When a woman is pregnant, her first, second, and third trimester have a role of growth and development for both herself and her baby which are dictated by hormones in her body. Unfortunately, the hormones that she’s producing that help her to carry through a healthy pregnancy also work against insulin. During a normal pregnancy, the demand for insulin in a woman triples by the time the baby is born. Some women just cannot make enough insulin, and these are often women who have a very strong family history of diabetes or who are already on the road to diabetes or are possibly even pre-diabetic, and they just didn’t know it.

 

 Gestational diabetes is temporary, because usually, as soon as the baby is born, the blood sugars return back to normal. In fact, they can even return to normal during the process of delivery and actually immediately return to lower than normal.  

 

Generally, within one to two days of the baby’s birth, a woman who had gestational diabetes will have perfectly normal blood sugars.
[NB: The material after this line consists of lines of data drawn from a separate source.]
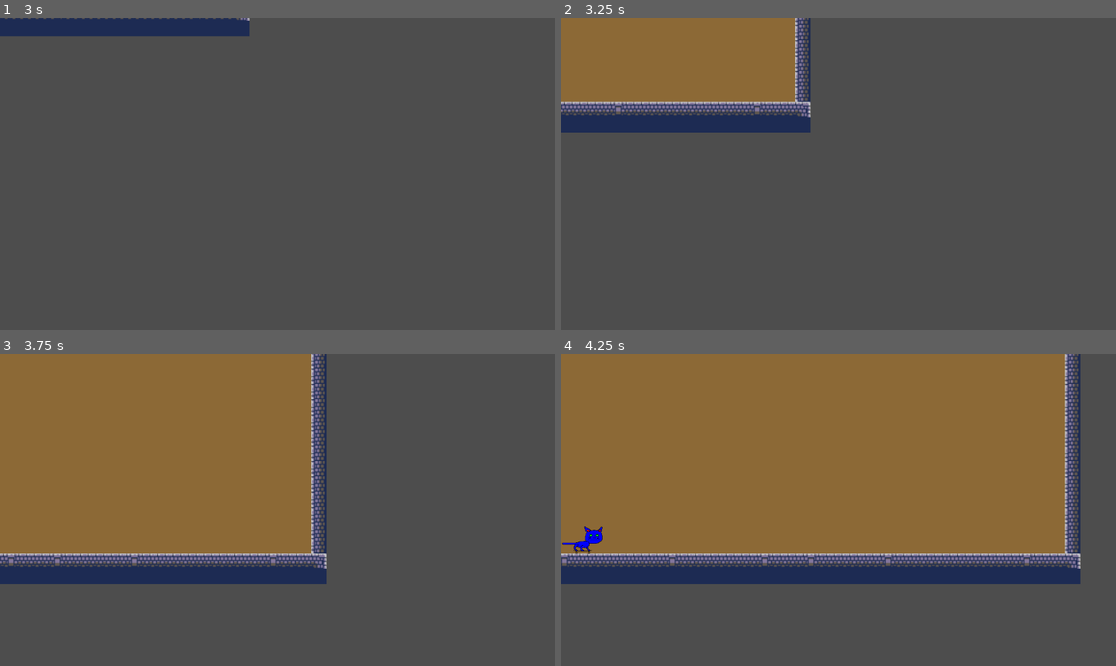
Above: before the commit, frames 1-4 (two rows, left to right).
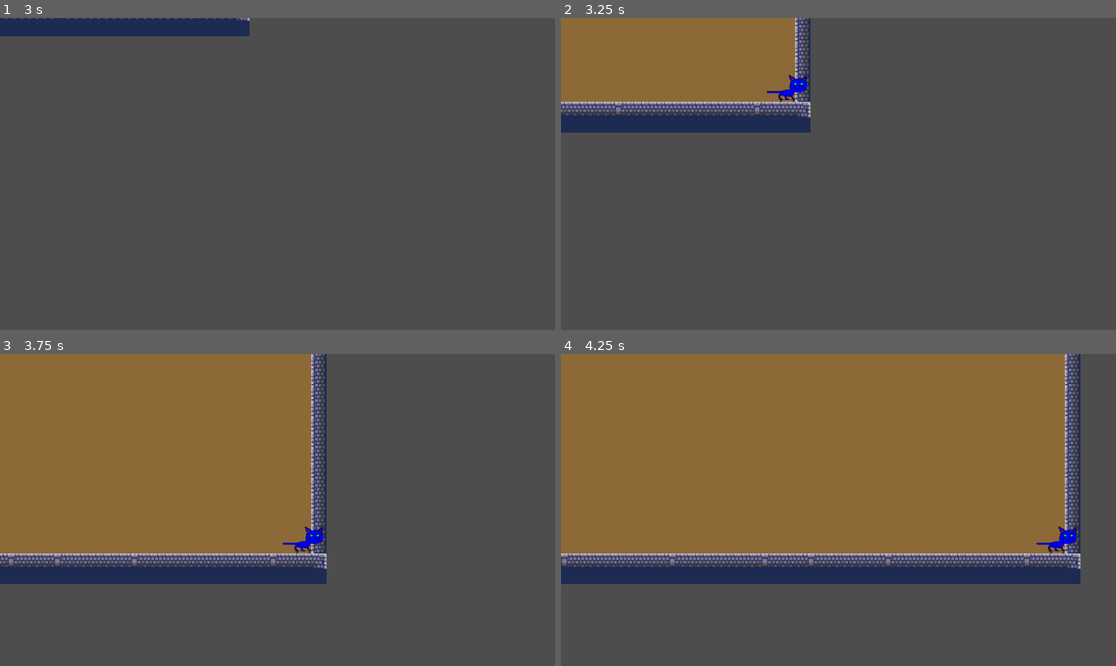
Above: after the commit, the same moments.

Repository: lfatton/UpsiJam22
Game: Godot game, scene res://Main.tscn
Same seed, same stepped clock (60 frames per second), same inputs: the game is played once before the commit and once after it.
Inputs:
- Up to frame 1 (3 s): hold D (move_right) 0.53-1.28 s; hold S (move_down) 1.28-2.03 s; hold D (move_right) 2.03-2.78 s; tap Enter at 2.75 s; hold W (move_up) from 2.78 s (still down)
- Up to frame 2 (3.25 s): keep holding W (move_up)
- Up to frame 3 (3.75 s): release W (move_up) at 3.53 s; hold A (move_left) from 3.53 s (still down)
- Up to frame 4 (4.25 s): keep holding A (move_left)

Frame 1 is identical in both runs. In frame 2, 0.2% of the frame differs, in the area x 37-45%, y 18-27%; in frame 3, 0.2%; in frame 4, 0.5%, in the area x 0-93%, y 55-65%.

Commit message:
apparently matt did some idling animation

Diff:
--- a/scripts/actions/Idle.gd
+++ b/scripts/actions/Idle.gd
@@ -15,14 +15,10 @@
 	if (time_between_moves <= time_since_last_move):
 		time_since_last_move = 0
 		time_between_moves = randf_range(1, 5)
-		speed = randf_range(-10, 10)
-		velocity = Vector2(300 * speed * delta, 1)
-		if (velocity.x < 0):
-			get_parent().scale.x = -1
-		else:
-			get_parent().scale.x = 1
-	if (velocity.x != 0 && velocity.y != 0):
-		move()
+		speed = randf_range(-3000, 3000)
+		velocity = Vector2(speed, 0)
+		print(velocity, time_between_moves)
+	move()
 
 func move():
-	get_parent().move_and_collide(velocity)
+	get_parent().add_constant_central_force(velocity)
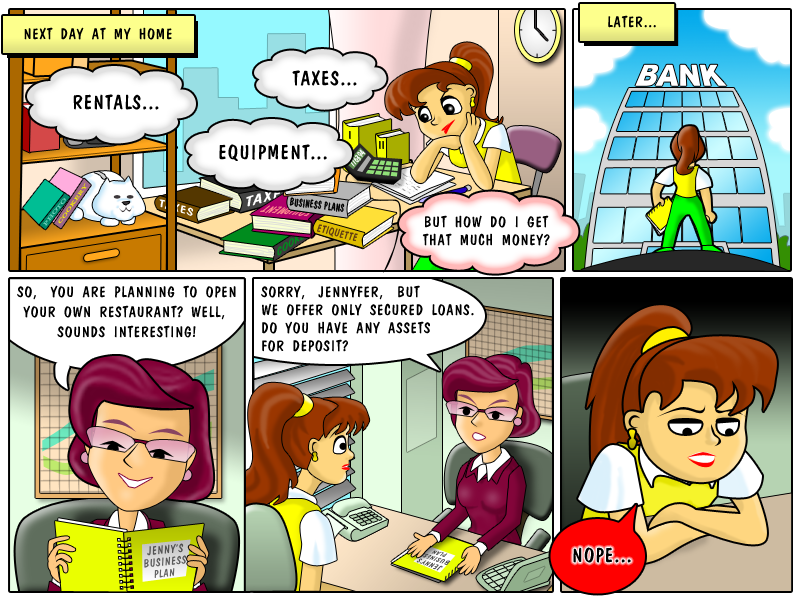
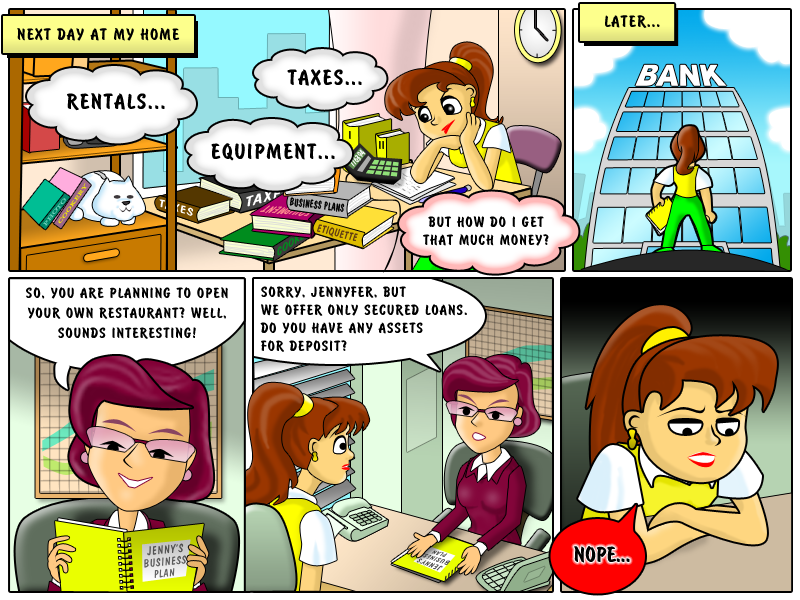
The second (800, 600) image is a revision of the first. Changes to its layers:
added group "text en" with 9 layers above "Layer 1" over <box>17,15,660,563</box>
moved "NOPE..." into group "text en", painted on it over <box>573,546,631,563</box>
moved "SORRY, JENNYFER, BUT WE OFFER" into group "text en", painted on it over <box>260,285,474,352</box>
moved "SO, YOU ARE PLANNING TO OPEN Y" into group "text en", painted on it over <box>17,285,236,339</box>
moved "LATER..." into group "text en", painted on it over <box>605,15,660,28</box>
moved "BUT HOW DO I GET THAT MUCH MON" into group "text en", painted on it over <box>422,215,550,246</box>
moved "EQUIPMENT..." into group "text en", painted on it over <box>211,143,335,161</box>
moved "TAXES..." into group "text en", painted on it over <box>287,69,362,86</box>
moved "RENTALS..." into group "text en", painted on it over <box>67,93,165,111</box>
moved "NEXT DAY AT MY HOME" into group "text en", painted on it over <box>17,27,180,41</box>
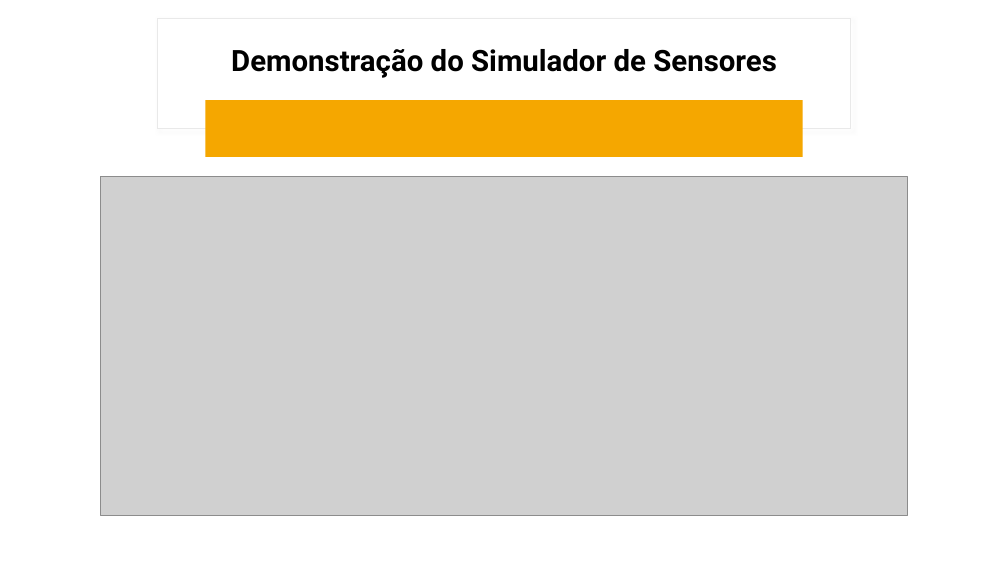
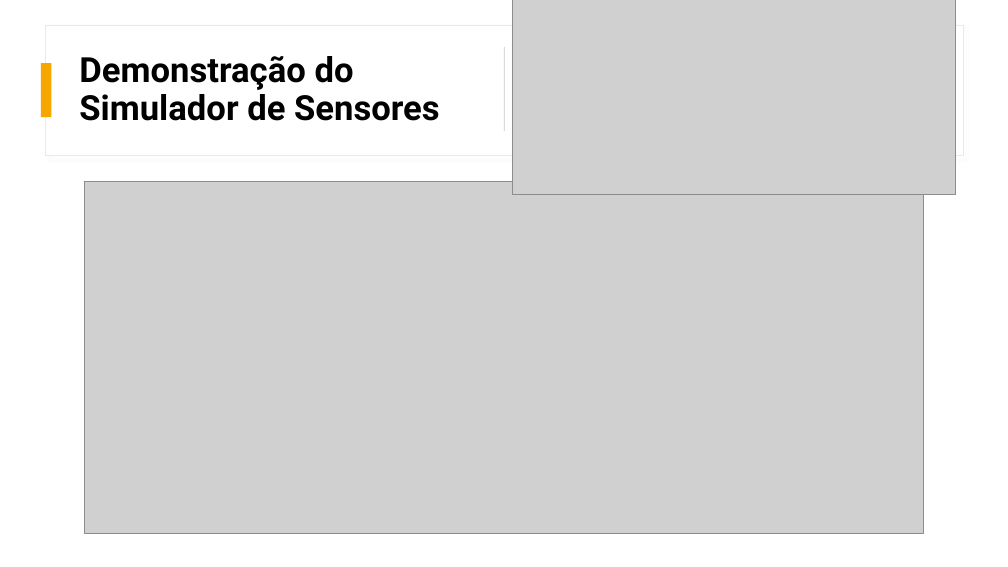
Before and after one commit to BandTec/Cyberlife, a slide deck: slide 9 of Slides/Apresentação.pptx. Drawn at 1008x567 pixels with LibreOffice and Linux fonts; fonts in the diff are those of the drawing; grey boxes stand for pictures. Boxes give left, top, right and bottom in pixels: in the first picture for what was removed or moved away, otherwise in the second. Text is boxed around its words. In the diff, an @@ line names an element or a change of style, - is before the commit and + after.

Commit message:
toques finais

```diff
--- a/Slides/Apresentação.pptx
+++ b/Slides/Apresentação.pptx
@@ rectangle: place and size @@
-rectangle at (157, 18, 851, 129)
+rectangle at (45, 25, 963, 155)
@@ picture added at (513, 0, 956, 195) @@
@@ title "Demonstração do Simulador de Sensores": place and size @@
-title "Demonstração do Simulador de Sensores" at (231, 49, 777, 78)
+title "Demonstração do Simulador de Sensores" at (79, 56, 440, 121)
@@ title "Demonstração do Simulador de Sensores" at (79, 56, 440, 121): size 28 to 33 pt; alignment centre to left @@
@@ rectangle added at (504, 47, 505, 131), fill #C9C9C9 @@
@@ rectangle added at (41, 64, 51, 118), fill #F5A700 @@
@@ rounded rectangle removed at (206, 100, 803, 157) @@
@@ picture: place and size @@
-picture at (101, 177, 907, 516)
+picture at (85, 181, 924, 534)
```

Medical professionals do suggest that she continue testing her blood sugars for the week following just as a precaution to detect any continued blood sugar problems because it’s always possible that a woman who is diagnosed with gestational diabetes actually had pre-existing blood sugar problems that were just not known, just were not detected or just were not strong enough before the pregnancy. Persistent blood sugar problems occur in about 5% to 10% of the women with gestational diabetes.

 

Risk Factors of Gestational Diabetes

Risk factors for gestational diabetes are age greater than 25 years, belonging to an ethnic group that is non-Caucasian, having a personal family history of diabetes or a previous history of a gestational diabetes pregnancy, and of course, being overweight or habitually inactive.